RED TAPE & SEASONS: Overnight camping near Prusik Peak, Dragontail Peak, Colchuck Balanced Rock, Snow Creek Wall, and Aasgard Sentinel is in the Enchantments Wilderness Area and requires permits between 6/15 and 10/15. These are in short supply and high demand. They cost $5 per person, per day. Each permit is good for a group of up to 8 persons, for as long as 1 week. Receive a permit in 1 of 3 ways: 1. Make a reservation during the late-winter lottery period, by registering and requesting dates at www.Recreation.Gov 2. Following the end of the lottery period, search available days and make a reservation at www.Recreation.Gov. 3. Show up at the USFS office on the east side of town, along Hwy. 2, for a possible day-of permit.

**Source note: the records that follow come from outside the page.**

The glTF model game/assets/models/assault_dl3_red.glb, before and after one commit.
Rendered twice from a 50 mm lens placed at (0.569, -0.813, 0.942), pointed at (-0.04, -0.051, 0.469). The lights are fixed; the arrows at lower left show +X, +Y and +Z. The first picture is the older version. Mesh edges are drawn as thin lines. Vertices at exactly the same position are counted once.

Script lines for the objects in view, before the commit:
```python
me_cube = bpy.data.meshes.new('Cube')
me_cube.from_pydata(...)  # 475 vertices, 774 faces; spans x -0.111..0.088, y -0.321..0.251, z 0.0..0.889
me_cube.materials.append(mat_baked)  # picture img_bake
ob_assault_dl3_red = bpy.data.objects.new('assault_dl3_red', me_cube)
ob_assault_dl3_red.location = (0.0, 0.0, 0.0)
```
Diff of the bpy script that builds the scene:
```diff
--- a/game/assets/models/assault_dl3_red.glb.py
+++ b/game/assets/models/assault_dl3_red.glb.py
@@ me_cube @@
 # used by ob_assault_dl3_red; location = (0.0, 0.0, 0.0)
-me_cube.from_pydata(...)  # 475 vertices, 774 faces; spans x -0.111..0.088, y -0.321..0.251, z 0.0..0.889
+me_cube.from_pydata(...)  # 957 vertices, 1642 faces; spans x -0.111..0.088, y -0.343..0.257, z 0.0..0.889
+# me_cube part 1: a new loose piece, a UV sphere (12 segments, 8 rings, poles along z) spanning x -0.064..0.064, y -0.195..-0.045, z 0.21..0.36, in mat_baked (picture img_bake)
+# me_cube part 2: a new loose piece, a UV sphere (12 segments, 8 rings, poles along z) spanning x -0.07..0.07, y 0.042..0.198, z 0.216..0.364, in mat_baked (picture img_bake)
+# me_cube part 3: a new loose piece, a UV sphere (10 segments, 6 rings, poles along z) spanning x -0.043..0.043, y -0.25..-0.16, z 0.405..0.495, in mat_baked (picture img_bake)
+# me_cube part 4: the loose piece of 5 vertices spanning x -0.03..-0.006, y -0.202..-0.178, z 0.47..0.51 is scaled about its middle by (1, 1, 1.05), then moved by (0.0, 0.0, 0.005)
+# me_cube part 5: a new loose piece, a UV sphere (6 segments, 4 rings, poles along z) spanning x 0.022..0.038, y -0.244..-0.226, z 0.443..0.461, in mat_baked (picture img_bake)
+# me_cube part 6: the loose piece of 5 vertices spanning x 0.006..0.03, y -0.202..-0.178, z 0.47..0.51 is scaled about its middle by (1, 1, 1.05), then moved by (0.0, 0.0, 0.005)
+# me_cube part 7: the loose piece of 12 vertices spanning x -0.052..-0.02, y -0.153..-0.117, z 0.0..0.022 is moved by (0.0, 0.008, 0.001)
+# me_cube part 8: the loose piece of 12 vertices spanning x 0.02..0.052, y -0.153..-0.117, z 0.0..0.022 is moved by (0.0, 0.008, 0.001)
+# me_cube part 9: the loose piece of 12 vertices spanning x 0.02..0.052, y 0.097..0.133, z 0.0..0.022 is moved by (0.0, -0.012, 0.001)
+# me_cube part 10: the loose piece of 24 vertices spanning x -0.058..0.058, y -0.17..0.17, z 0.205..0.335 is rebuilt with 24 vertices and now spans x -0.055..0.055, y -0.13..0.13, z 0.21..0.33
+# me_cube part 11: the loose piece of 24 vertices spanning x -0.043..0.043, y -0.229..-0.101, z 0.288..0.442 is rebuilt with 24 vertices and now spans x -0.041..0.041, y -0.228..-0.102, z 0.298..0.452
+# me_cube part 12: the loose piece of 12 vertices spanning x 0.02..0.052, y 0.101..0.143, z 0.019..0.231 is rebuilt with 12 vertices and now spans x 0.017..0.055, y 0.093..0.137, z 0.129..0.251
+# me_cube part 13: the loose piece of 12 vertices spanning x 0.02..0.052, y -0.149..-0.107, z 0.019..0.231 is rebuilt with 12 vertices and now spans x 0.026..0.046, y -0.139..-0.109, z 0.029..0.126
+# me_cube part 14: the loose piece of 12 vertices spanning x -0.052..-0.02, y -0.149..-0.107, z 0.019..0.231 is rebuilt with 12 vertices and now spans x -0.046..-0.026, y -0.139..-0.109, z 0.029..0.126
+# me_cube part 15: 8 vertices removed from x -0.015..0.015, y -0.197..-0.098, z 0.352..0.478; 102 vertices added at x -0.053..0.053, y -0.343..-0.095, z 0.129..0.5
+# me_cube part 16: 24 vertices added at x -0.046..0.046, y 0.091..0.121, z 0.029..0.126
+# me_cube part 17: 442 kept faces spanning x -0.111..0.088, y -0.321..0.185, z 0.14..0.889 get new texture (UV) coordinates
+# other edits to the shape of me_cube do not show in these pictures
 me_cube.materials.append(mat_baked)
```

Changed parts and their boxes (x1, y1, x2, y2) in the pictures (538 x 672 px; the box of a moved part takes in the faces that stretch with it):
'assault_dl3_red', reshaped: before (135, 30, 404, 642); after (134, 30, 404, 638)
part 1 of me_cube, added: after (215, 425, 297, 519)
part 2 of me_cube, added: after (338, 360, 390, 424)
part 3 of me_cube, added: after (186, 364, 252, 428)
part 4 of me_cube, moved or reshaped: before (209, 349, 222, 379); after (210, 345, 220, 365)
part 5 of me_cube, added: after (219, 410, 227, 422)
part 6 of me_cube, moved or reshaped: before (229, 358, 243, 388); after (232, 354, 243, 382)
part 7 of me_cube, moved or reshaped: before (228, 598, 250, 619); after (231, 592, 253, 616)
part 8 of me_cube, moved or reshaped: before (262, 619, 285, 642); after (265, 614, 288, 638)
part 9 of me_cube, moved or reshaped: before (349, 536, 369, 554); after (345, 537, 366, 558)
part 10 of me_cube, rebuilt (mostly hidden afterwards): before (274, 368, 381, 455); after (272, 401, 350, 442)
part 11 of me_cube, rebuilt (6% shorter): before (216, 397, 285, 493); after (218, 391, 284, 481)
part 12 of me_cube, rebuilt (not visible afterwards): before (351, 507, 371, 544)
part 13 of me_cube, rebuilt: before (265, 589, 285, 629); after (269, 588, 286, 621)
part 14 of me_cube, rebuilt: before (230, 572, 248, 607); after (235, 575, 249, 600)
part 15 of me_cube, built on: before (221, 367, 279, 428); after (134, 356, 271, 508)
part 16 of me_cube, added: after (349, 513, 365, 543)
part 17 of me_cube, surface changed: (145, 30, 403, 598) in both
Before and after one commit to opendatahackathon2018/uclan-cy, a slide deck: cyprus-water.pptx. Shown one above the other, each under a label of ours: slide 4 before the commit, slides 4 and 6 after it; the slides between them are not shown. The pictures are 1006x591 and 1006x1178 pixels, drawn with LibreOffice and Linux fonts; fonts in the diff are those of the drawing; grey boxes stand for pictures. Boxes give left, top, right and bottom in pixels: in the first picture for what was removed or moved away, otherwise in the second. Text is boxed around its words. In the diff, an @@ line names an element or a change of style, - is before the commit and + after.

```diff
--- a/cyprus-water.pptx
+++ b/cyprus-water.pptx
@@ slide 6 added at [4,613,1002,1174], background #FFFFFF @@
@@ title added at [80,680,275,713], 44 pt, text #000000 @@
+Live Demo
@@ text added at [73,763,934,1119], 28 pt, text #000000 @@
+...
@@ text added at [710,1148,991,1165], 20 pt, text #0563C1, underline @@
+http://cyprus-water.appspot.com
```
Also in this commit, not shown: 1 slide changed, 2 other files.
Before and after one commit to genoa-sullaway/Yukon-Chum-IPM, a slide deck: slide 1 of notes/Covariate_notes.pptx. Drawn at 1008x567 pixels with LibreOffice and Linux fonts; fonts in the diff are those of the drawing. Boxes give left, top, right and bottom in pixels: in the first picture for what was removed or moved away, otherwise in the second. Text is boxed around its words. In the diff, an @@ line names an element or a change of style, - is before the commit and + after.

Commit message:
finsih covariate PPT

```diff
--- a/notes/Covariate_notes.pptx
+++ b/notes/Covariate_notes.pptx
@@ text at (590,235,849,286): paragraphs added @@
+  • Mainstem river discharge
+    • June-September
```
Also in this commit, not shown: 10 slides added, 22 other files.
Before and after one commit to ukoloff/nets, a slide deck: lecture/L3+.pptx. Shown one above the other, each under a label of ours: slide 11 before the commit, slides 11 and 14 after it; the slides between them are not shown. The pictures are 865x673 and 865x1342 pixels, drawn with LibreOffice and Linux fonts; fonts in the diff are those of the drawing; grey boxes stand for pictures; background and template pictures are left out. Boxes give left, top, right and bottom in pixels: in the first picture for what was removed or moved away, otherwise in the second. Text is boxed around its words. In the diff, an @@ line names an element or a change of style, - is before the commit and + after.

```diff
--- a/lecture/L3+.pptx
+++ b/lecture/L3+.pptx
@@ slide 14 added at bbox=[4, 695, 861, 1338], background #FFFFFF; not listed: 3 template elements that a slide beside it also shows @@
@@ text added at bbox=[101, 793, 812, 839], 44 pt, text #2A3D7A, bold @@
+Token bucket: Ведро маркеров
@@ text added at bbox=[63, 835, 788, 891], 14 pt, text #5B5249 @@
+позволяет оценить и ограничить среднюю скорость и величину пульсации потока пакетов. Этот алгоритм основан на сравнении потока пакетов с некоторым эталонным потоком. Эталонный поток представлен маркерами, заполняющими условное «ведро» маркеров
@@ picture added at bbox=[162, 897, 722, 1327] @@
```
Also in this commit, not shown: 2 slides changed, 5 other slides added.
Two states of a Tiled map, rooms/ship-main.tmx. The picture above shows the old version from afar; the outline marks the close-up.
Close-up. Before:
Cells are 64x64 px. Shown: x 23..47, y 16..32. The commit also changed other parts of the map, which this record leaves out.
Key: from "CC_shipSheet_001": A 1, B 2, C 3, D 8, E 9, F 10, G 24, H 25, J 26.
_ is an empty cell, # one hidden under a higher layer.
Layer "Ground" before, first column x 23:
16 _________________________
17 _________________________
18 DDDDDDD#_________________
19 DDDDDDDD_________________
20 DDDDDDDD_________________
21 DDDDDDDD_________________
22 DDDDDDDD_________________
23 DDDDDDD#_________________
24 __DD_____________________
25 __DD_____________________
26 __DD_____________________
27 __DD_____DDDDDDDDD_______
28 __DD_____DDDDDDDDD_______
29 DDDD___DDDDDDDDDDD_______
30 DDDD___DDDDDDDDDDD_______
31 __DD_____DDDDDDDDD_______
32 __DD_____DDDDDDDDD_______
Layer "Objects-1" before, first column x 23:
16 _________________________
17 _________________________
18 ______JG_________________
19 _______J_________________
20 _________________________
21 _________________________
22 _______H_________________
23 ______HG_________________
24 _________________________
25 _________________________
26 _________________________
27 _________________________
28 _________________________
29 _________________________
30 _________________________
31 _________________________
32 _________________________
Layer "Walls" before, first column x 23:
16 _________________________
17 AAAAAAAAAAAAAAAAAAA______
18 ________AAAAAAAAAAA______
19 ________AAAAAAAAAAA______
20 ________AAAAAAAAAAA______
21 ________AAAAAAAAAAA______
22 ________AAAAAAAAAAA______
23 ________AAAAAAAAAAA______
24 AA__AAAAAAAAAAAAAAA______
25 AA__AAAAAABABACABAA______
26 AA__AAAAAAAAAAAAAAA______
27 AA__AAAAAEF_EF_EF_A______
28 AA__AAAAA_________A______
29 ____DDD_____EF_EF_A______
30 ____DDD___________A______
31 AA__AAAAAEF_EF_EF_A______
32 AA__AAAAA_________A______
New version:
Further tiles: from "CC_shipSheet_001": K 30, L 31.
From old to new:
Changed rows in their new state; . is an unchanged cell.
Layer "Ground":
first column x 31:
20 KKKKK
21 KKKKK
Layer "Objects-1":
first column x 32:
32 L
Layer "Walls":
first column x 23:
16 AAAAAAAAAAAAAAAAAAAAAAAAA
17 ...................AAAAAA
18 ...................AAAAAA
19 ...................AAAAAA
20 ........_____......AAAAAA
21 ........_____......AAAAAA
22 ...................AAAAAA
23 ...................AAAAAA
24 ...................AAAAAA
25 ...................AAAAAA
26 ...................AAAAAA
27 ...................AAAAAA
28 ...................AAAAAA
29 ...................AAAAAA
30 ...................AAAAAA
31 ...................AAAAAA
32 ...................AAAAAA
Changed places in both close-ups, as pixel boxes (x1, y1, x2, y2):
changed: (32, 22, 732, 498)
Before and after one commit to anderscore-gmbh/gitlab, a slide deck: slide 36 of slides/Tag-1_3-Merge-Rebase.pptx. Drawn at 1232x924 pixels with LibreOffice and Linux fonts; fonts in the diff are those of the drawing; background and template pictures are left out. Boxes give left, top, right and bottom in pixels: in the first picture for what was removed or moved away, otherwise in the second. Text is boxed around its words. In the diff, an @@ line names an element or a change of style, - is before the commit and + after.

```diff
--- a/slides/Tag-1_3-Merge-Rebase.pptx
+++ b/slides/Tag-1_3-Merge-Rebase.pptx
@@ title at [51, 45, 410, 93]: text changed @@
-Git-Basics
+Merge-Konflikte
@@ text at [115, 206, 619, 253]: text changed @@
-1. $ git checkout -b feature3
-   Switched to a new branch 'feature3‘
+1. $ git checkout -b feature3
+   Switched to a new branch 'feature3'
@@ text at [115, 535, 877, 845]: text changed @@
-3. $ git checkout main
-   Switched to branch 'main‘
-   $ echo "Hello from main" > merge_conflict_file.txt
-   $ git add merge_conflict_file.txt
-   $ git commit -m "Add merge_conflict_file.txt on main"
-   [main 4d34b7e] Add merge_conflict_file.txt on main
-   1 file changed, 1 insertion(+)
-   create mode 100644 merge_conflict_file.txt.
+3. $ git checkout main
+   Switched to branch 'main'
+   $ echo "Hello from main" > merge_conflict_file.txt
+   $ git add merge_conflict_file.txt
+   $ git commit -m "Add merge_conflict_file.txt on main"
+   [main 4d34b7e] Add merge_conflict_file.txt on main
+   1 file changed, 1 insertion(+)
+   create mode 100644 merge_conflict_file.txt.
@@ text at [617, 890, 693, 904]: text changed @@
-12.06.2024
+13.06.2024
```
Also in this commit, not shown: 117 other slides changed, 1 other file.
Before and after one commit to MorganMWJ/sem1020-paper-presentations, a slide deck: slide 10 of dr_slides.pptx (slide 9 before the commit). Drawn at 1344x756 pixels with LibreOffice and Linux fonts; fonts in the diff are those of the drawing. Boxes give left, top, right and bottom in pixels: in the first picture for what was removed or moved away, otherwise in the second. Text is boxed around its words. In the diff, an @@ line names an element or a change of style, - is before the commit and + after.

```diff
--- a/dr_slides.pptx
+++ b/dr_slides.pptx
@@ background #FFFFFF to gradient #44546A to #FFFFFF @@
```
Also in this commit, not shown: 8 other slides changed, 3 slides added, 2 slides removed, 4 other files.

One permit (which can be valid for 1-8 people) for each of the area’s 5 discrete backcountry “zones” is raffled off daily (except Sunday) during the permit season, which runs June 15-October 15. The raffle is at 7:45 AM sharp. The “Core Enchantment” and “Colchuck” zones are of most interest to climbers. See zones and peaks map on adjacent page. Day use is free and without restriction, year-round. Fill out a self-issue permit at any of the trailheads. The area’s official USFS campgrounds often fill up on weekends, so reserve ahead or make due at one of the free dirtbag bivy spots. Most trailheads in this area require displaying a USFS-created NW Forest Pass, which is $30 for the year or $5 for the day, available for purchase at many stores, and available day-of at most trailheads. The first and last routes to be in condition are on Snow Creek Wall, then Prusik Peak and Aasgard Sentinel. Expect dry, climbable alpine rock from late May through mid October. North and west facing aspects will take longer to dry and warm up and they will hold snow later. Snow Creek Wall is best April-June and September-October. Evenings can be nice in mid summer, as Snow Creek Wall gets PM shade.